Respondida SQL Server Slow After Adding New Storage To Cluster

  • Wednesday, January 30, 2013 4:22 AM
     
     

    Hello,

      We have SQL Server 2008 R2 setup in a failover cluster configuration.  Initially the quorum, along with the drives for the MDF files, and the drives for the LDF files were all located on our first iSCSI array.  We basically ran out of space on that array, and purchased a new iSCSI array.  We attached that array to the server, and cluster, and added another set of drives for the MDF and LDF files which are now pointing to array #2.  So we have basically 1/2 of the databases on array #1 and 1/2 of the databases on array #2.

      Everything works fine, except I'm having the following strange issues only after I added the second set to disks to the cluster.

    1) When I add a new database, and click refresh in SSMS I get a "Lock request time out period exceeded" error.  Refreshing again after a minute the databases list loads fine.
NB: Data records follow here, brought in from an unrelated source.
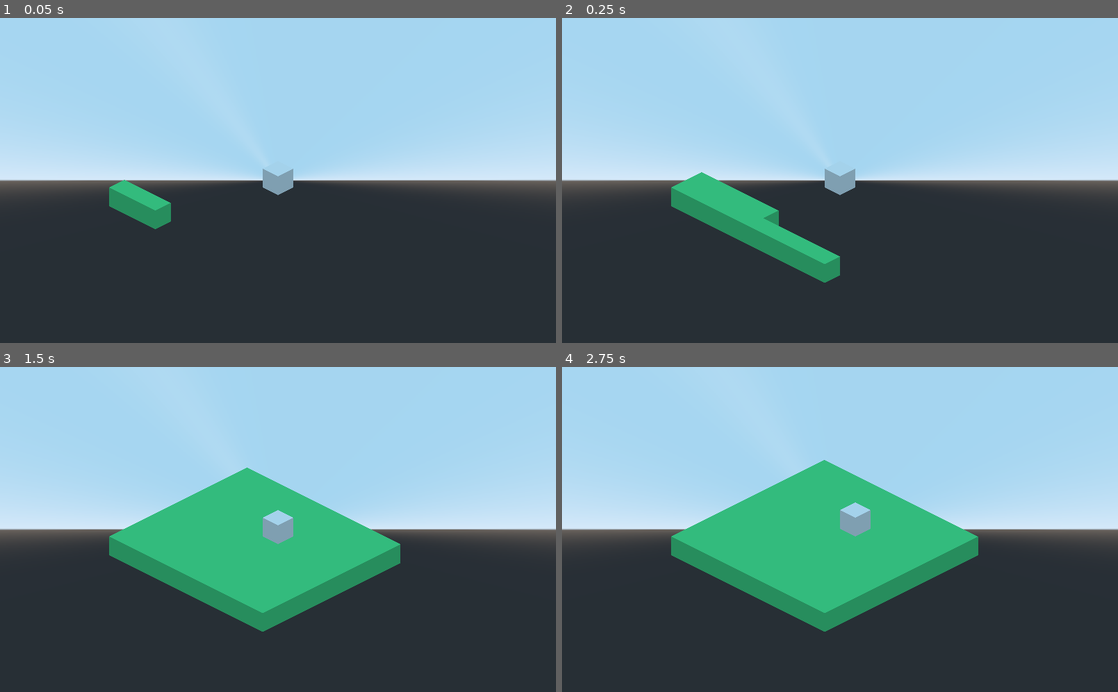
Above: before the commit, frames 1-4 (two rows, left to right).
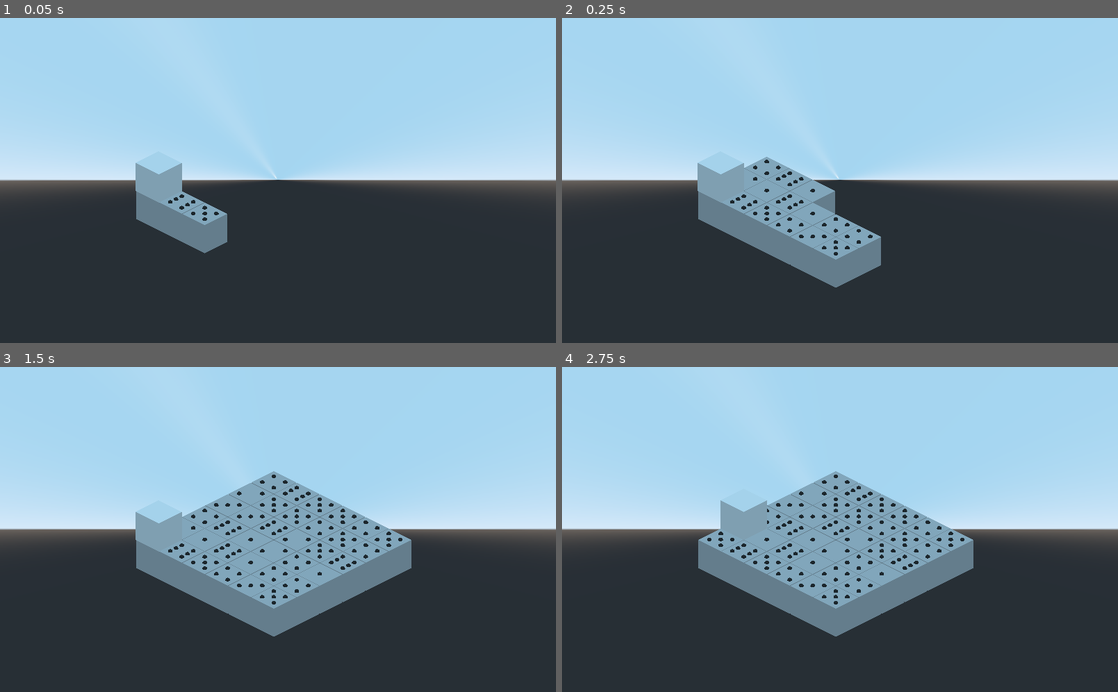
Above: after the commit, the same moments.

Repository: suaveware/gmtk-jam-2022
Game: Godot game, scene res://Main.tscn
Two runs of this game, one before a commit and one after it. Both use one fixed random seed, a clock stepped at 60 frames per second and the inputs below.
Inputs:
- Up to frame 1 (0.05 s): no input
- Up to frame 2 (0.25 s): no input
- Up to frame 3 (1.5 s): no input
- Up to frame 4 (2.75 s): tap Enter at 2 s

The runs differ from the first frame. In frame 1, 3.6% of the frame differs, in the area x 5-95%, y 44-73%; in frame 2, 8.4%; in frame 3, 16%; in frame 4, 17%, in the area x 5-95%, y 28-83%.

Commit message:
Generating the grid

Diff:
--- /dev/null
+++ b/Grid.gd
@@ -0,0 +1,19 @@
+extends Spatial
+
+export var width := 6
+export var height := 6
+export var tile_size = 2
+
+var tile = preload("res://src/Tile/Tile.tscn")
+
+func _ready() -> void:
+	var new_tiles := []
+
+	for i in range(0, width):
+		for j in range(0, height):
+			var new_tile = tile.instance()
+			new_tile.value = rand_range(0,6)
+			new_tiles.push_back(new_tile)
+			yield(get_tree(), "idle_frame")
+			new_tile.translation = (Vector3(i * tile_size, 0, j * tile_size))
+			get_parent().add_child(new_tile)
--- a/Main.gd
+++ b/Main.gd
@@ -1,20 +1,5 @@
 extends Spatial
-
-export var width := 10
-export var height := 10
 
 
 func _ready() -> void:
-	var new_tiles := []
-	var tile: CSGBox = $Tile
-
-	var side_size := tile.width
-
-	for i in range(-width/2, width/2):
-		for j in range(-height/2, height/2):
-			var new_tile: CSGBox = tile.duplicate()
-			new_tile.visible = true
-			new_tiles.push_back(new_tile)
-			yield(get_tree(), "idle_frame")
-			new_tile.translation = (Vector3(i * side_size, 0, j * side_size))
-			get_parent().add_child(new_tile)
+	pass
--- a/Main.tscn
+++ b/Main.tscn
@@ -1,10 +1,9 @@
-[gd_scene load_steps=5 format=2]
+[gd_scene load_steps=6 format=2]
 
 [ext_resource path="res://src/Player/Player.gd" type="Script" id=1]
+[ext_resource path="res://src/Tile/Tile.tscn" type="PackedScene" id=2]
+[ext_resource path="res://Grid.gd" type="Script" id=3]
 [ext_resource path="res://Main.gd" type="Script" id=4]
-
-[sub_resource type="SpatialMaterial" id=1]
-albedo_color = Color( 0.313726, 0.890196, 0.52549, 1 )
 
 [sub_resource type="SpatialMaterial" id=2]
 
@@ -17,14 +16,14 @@
 size = 10.0
 
 [node name="Camera" type="Camera" parent="."]
-transform = Transform( 0.707107, 0.353553, -0.612372, 0, 0.866025, 0.5, 0.707107, -0.353553, 0.612372, -49.029, 41.7749, 49.029 )
+transform = Transform( 0.707107, 0.353553, -0.612373, 0, 0.866026, 0.5, 0.707107, -0.353553, 0.612373, -43.845, 41.7749, 54.213 )
 projection = 1
 current = true
-size = 30.0
+size = 20.0
 
-[node name="Tile" type="CSGBox" parent="."]
-visible = false
-material = SubResource( 1 )
+[node name="Tile" parent="." instance=ExtResource( 2 )]
+width = 1.8
+depth = 1.8
 
 [node name="Player" type="CSGBox" parent="."]
 transform = Transform( 1, 0, 0, 0, 1, 0, 0, 0, 1, 0, 2, 0 )
@@ -32,3 +31,6 @@
 script = ExtResource( 1 )
 
 [node name="Tween" type="Tween" parent="Player"]
+
+[node name="Grid" type="Spatial" parent="."]
+script = ExtResource( 3 )
--- /dev/null
+++ b/src/Tile/Tile.gd
@@ -0,0 +1,22 @@
+extends CSGBox
+
+const DOT_POSITIONS = [
+	[Vector2(0, 0)],
+	[Vector2(-0.5, -0.5), Vector2(0.5, 0.5)],
+	[Vector2(-0.5, -0.5), Vector2(0, 0), Vector2(0.5, 0.5)],
+	[Vector2(-0.5, -0.5), Vector2(-0.5, 0.5), Vector2(0.5, 0.5), Vector2(0.5, -0.5)],
+	[Vector2(-0.5, -0.5), Vector2(-0.5, 0.5), Vector2(0.5, 0.5), Vector2(0.5, -0.5), Vector2(0,0)],
+	[Vector2(-0.5, -0.5), Vector2(-0.5, 0.5), Vector2(0.5, 0.5), Vector2(0.5, -0.5), Vector2(0, 0.5), Vector2(0, -0.5)]
+]
+
+export var value: int
+
+func _ready():
+	var dot_positions = DOT_POSITIONS[value]
+	var dot = $Dot
+	for i in range(len(dot_positions)):
+		var new_dot = dot.duplicate()
+		new_dot.set_translation(Vector3(dot_positions[i].x, 1, dot_positions[i].y))
+		print(new_dot.translation)
+		new_dot.visible = true
+		add_child(new_dot)
--- /dev/null
+++ b/src/Tile/Tile.tscn
@@ -0,0 +1,19 @@
+[gd_scene load_steps=4 format=2]
+
+[ext_resource path="res://src/Tile/Tile.gd" type="Script" id=1]
+
+[sub_resource type="SpatialMaterial" id=1]
+albedo_color = Color( 0.792157, 0.792157, 0.792157, 1 )
+
+[sub_resource type="SpatialMaterial" id=2]
+albedo_color = Color( 0.176471, 0.176471, 0.176471, 1 )
+
+[node name="Tile" type="CSGBox"]
+width = 1.95
+depth = 1.95
+material = SubResource( 1 )
+script = ExtResource( 1 )
+
+[node name="Dot" type="CSGSphere" parent="."]
+transform = Transform( 0.15, 0, 0, 0, 0.15, 0, 0, 0, 0.15, 0, 0, 0 )
+material = SubResource( 2 )
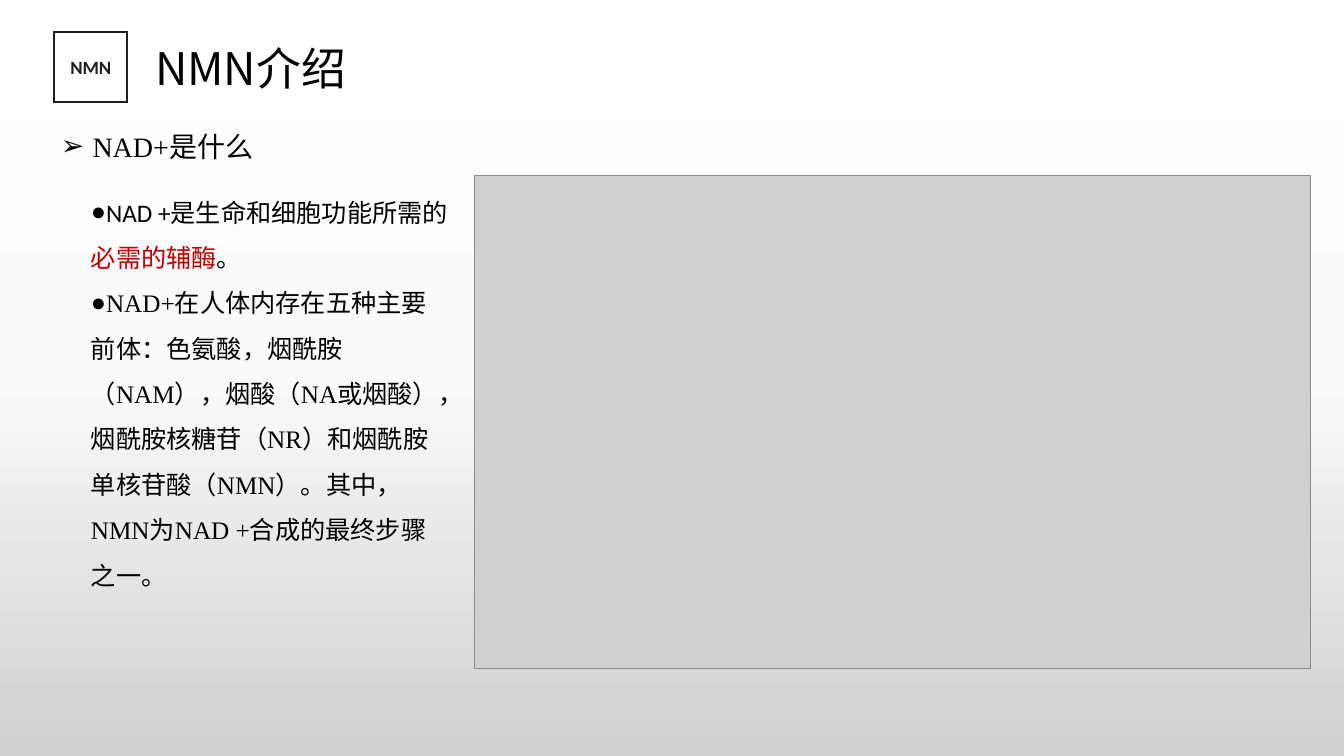
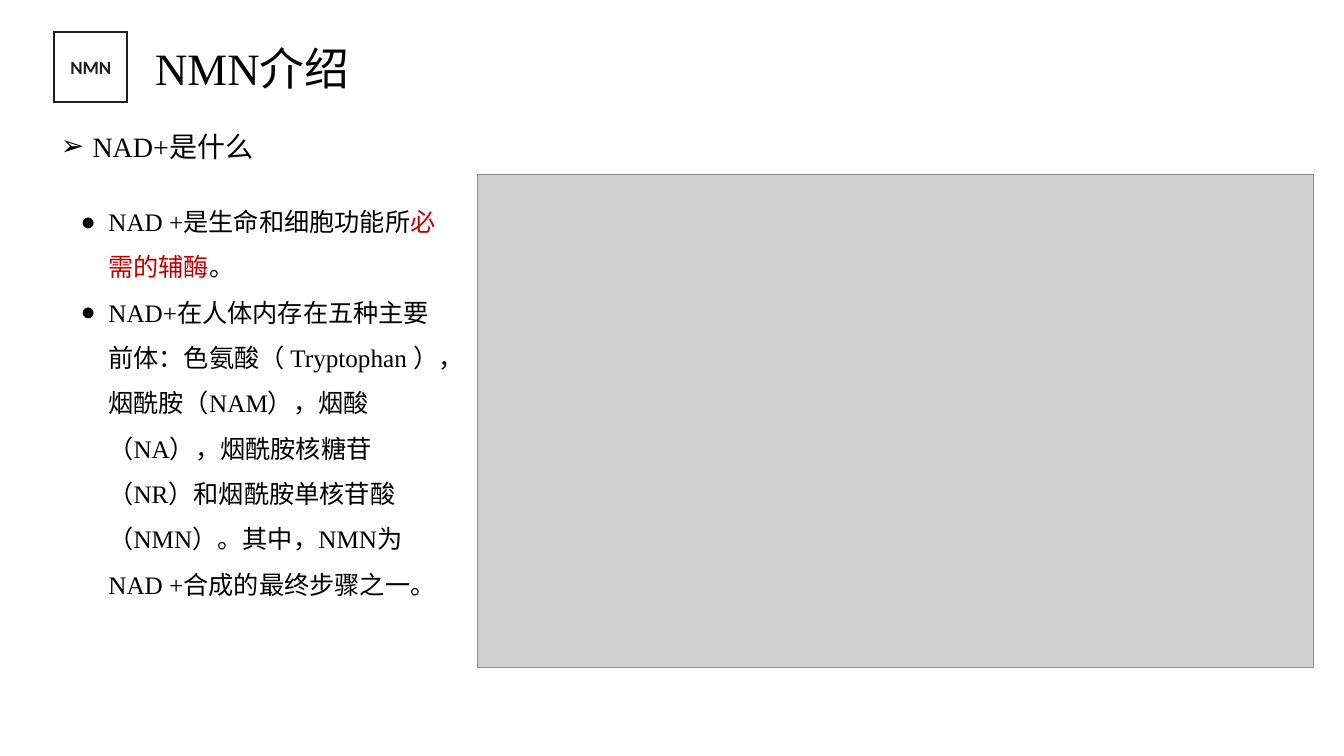
Before and after one commit to JuXue54/blockchain, a slide deck: slide 4 of temp/NMN商业计划书2.pptx. Drawn at 1344x756 pixels with LibreOffice and Linux fonts; fonts in the diff are those of the drawing; grey boxes stand for pictures; background and template pictures are left out. Boxes give left, top, right and bottom in pixels: in the first picture for what was removed or moved away, otherwise in the second. Text is boxed around its words. In the diff, an @@ line names an element or a change of style, - is before the commit and + after.

```diff
--- a/temp/NMN商业计划书2.pptx
+++ b/temp/NMN商业计划书2.pptx
@@ background gradient #FFFFFF to #FBFBFB to #D1D1D1 to #FFFFFF @@
@@ text "NMN介绍" at box(155, 51, 349, 89): font Noto Sans CJK SC to Times New Roman @@
@@ text at box(108, 211, 435, 596): text changed @@
-● NAD +是生命和细胞功能所需的必需的辅酶。
-● NAD+在人体内存在五种主要前体：色氨酸，烟酰胺（NAM），烟酸（NA或烟酸），烟酰胺核糖苷（NR）和烟酰胺单核苷酸（NMN）。其中，NMN为NAD +合成的最终步骤之一。
+● NAD +是生命和细胞功能所必需的辅酶。
+● NAD+在人体内存在五种主要前体：色氨酸（ Tryptophan ），烟酰胺（NAM），烟酸（NA），烟酰胺核糖苷（NR）和烟酰胺单核苷酸（NMN）。其中，NMN为NAD +合成的最终步骤之一。
```
Also in this commit, not shown: 23 other slides changed, 2 slides added, 2 slides removed.

    2) When attempting to open a database backup to restore it, in SSMS it will take a really long time to browse for the .bak file to restore.

    3) When restoring a database, it takes a really long time to restore.  For example, it sits at 0% for about 1 minute, then it will start running fast.

    I've checked the failover cluster manager cluster events, and the event viewer and no errors are showing up.  I ran the validation for the cluster and nothing came up either.  Does anyone know where next to troubleshoot?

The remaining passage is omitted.